WheelPower, the national charity championing British wheelchair sport recently brought 92 hospital patients from spinal injury centres across the United Kingdom and Ireland together for the annual Inter-Spinal Unit Games.
Widely recognised as the flagship sporting event for newly injured patients, the Games, which took place between the 25-27 April introduced wheelchair sport to recently paralysed people, many of those living with life changing injuries as a result of an accident or illness that has taken place over the last year.
The participants travelled from as far afield as Belfast and Glasgow to take part in this unique sporting event.
Held at Stoke Mandeville Stadium, the birthplace of the Paralympic Movement, the games gave many participants their first trip away from hospital after the long journey of rehabilitation. For many, it showed that life does not have to stop after spinal injury and gave them a taste for sport after many months in spinal units.
The participants enjoyed a long weekend experience, all staying in adapted accommodation. They benefited from the guidance of leading wheelchair sport coaches and athletes (many of whom were Paralympians) and got to try all the sports before taking part in the games.

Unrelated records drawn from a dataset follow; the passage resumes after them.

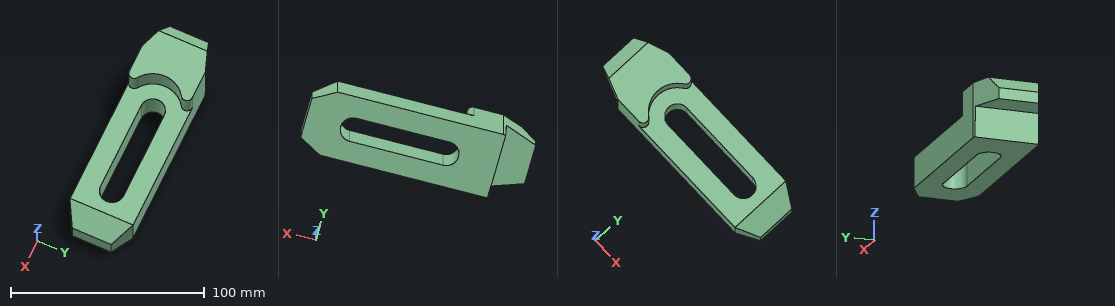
import cadquery as cq
import math

length = 120.0
width = 36.0
height = 30.0
body_height = 17.0

nose_width = 22.0
nose_taper_angle = math.radians(20)
nose_taper_length = (width - nose_width) / 2 / math.tan(nose_taper_angle)

tail_taper_length = 12.0
tail_taper_angle = math.radians(30)
tail_setback = tail_taper_length * math.tan(tail_taper_angle)

nose_chamfer = 8.0
nose_bottom = 16.0
heel_x = 18.0
jaw_tilt = math.radians(2)

slot_width = 13.0
slot_start_x = 45.0
slot_end_x = 95.0

relief_radius = 15.0
lobe_radius = 3.0


def extrude_side_profile(profile):
    """Extrude a closed XZ profile over the full width."""
    return profile.close().extrude(width / 2, both=True)


def make_plan_block():
    """Full-height block with both ends tapered in plan."""
    half_width = width / 2
    half_nose = nose_width / 2
    half_tail = half_width - tail_setback
    return (
        cq.Workplane("XY")
        .moveTo(0, -half_nose)
        .lineTo(nose_taper_length, -half_width)
        .lineTo(length - tail_taper_length, -half_width)
        .lineTo(length, -half_tail)
        .lineTo(length, half_tail)
        .lineTo(length - tail_taper_length, half_width)
        .lineTo(nose_taper_length, half_width)
        .lineTo(0, half_nose)
        .close()
        .extrude(height)
    )


def make_nose_cutters():
    """Chamfer above the nose, and the undercut whose two faces are square to each other."""
    chamfer = extrude_side_profile(
        cq.Workplane("XZ")
        .moveTo(0, height)
        .lineTo(nose_chamfer, height)
        .lineTo(0, height - nose_chamfer)
    )

    rise = math.tan(jaw_tilt)
    corner_x = (heel_x - nose_bottom * rise) / (1 + rise**2)
    corner_z = nose_bottom + corner_x * rise
    undercut = extrude_side_profile(
        cq.Workplane("XZ")
        .moveTo(0, 0)
        .lineTo(heel_x, 0)
        .lineTo(corner_x, corner_z)
        .lineTo(0, nose_bottom)
    )
    return chamfer.union(undercut)


def make_head_step_cutter():
    """Space above the body, bounded by the relief arc and the two lobes of the head."""
    half_width = width / 2
    lobe_y = half_width - lobe_radius
    center_distance = relief_radius + lobe_radius
    lobe_x = slot_start_x - math.sqrt(center_distance**2 - lobe_y**2)

    relief_share = relief_radius / center_distance
    tangent_x = slot_start_x + (lobe_x - slot_start_x) * relief_share
    tangent_y = lobe_y * relief_share
    lobe_tip = lobe_x + lobe_radius

    return (
        cq.Workplane("XY", origin=(0, 0, body_height))
        .moveTo(length, -half_width)
        .lineTo(lobe_x, -half_width)
        .threePointArc((lobe_tip, -lobe_y), (tangent_x, -tangent_y))
        .threePointArc((slot_start_x - relief_radius, 0), (tangent_x, tangent_y))
        .threePointArc((lobe_tip, lobe_y), (lobe_x, half_width))
        .lineTo(length, half_width)
        .close()
        .extrude(height - body_height)
    )


def make_tail_cutter():
    """Slope on top of the tail, as long as the tail's side tapers."""
    return extrude_side_profile(
        cq.Workplane("XZ")
        .moveTo(length - tail_taper_length, body_height)
        .lineTo(length, body_height - tail_setback)
        .lineTo(length, body_height)
    )


def make_slot_cutter():
    """Round-ended slot through the body."""
    return (
        cq.Workplane("XY")
        .center((slot_start_x + slot_end_x) / 2, 0)
        .slot2D(slot_end_x - slot_start_x + slot_width, slot_width)
        .extrude(body_height)
    )


result = (
    make_plan_block()
    .cut(make_nose_cutters())
    .cut(make_head_step_cutter())
    .cut(make_tail_cutter())
    .cut(make_slot_cutter())
)

Chris Turner, National Sports Director at WheelPower said:
“The Inter-Spinal Unit Games provided a wonderful opportunity for people from across the UK that have recently had a spinal cord injury to come together and take part in a variety of sporting activities. We know that taking part in sport and physical activity enhances disabled peoples’ quality of life, giving them confidence, improving their well-being and helping to connect them to other people. The stories captured from the participants during the games embodies this fully and provides a starting platform for people to live and enjoy an active lifestyle.
“The camaraderie and new friendships made between the spinal units and patients provided a wonderful backdrop to the competitive nature of the sporting events and the race to be crowned the winning Spinal Injury Unit. Our vision is to help transform lives through sport and this event does exactly that, by providing opportunities to introduce disabled people to sport and supporting them to find an activity that they are passionate about and enjoy.”
One such person is 24-year-old Oliver Carpenter, who won the table tennis title.
“Ever since I was a little kid my dad and I played tennis and table tennis, so even in a wheelchair you keep some of that old muscle movement in the arms and hand to eye co-ordination. So it’s nice to get back playing them again,” Carpenter said.
“It’s been amazing, my injury was seven months ago and to come to a place like this and try all these different sports I never thought I’d be trying has been amazing. You meet lots of other people who are also in a wheelchair. It’s nice just to trade tips and ideas and it obviously encourages you to get active again despite the injury.”